Replication of Encrypted Data
HDFS supports encryption of data at rest (including data accessed through Hive). This topic describes how replication works within and between encryptions zones and how to configure replication to avoid failures due to encryption.
Encrypting Data in Transit Between Clusters
A source directory and destination directory may or may not be in an encryption zone. If the destination directory is in an encryption zone, the data on the destination directory is encrypted. If the destination directory is not in an encryption zone, the data on that directory is not encrypted, even if the source directory is in an encryption zone. For more information about HDFS encryption zones, see HDFS Transparent Encryption. Encryption zones are not supported in CDH versions 5.1 or lower.
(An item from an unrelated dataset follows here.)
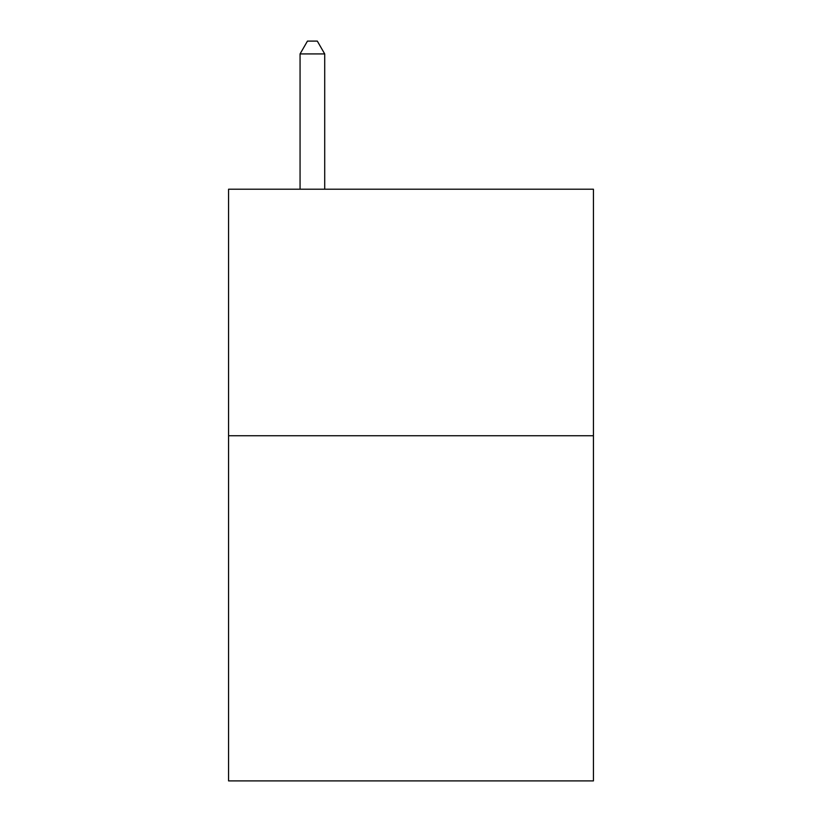 <?xml version="1.0" encoding="UTF-8"?>
<svg xmlns="http://www.w3.org/2000/svg" width="822" height="822" viewBox="0 0 822 822"><rect width="100%" height="100%" fill="white"/><g stroke="black" fill="none" stroke-linecap="round" stroke-linejoin="round"><path stroke-width="1.23" d="M593.433 435.752L593.433 780.9L228.567 780.9L228.567 189.214L593.433 189.214L593.433 435.752L228.567 435.752M324.711 189.214L324.711 53.923L300.061 53.923L300.061 189.214M300.061 53.923L307.459 41.1L317.313 41.1L324.711 53.923"/></g></svg>

Even when the source and destination directories are both in encryption zones, the data is decrypted as it is read from the source cluster (using the key for the source encryption zone) and encrypted again when it is written to the destination cluster (using the key for the destination encryption zone). By default, it is transmitted as plain text.
- Enable TLS/SSL for HDFS clients on both the source and the destination clusters. For instructions, see Configuring TLS/SSL for HDFS. You may also need to configure trust between the SSL certificates on the source and destination.
- Enable TLS/SSL for the two peer Cloudera Manager Servers as described here: Configuring TLS Encryption Only for Cloudera Manager.
- Cloudera recommends you also enable TLS/SSL communication between the Cloudera Manager Server and Agents. See Configuring TLS Security for Cloudera Manager for instructions.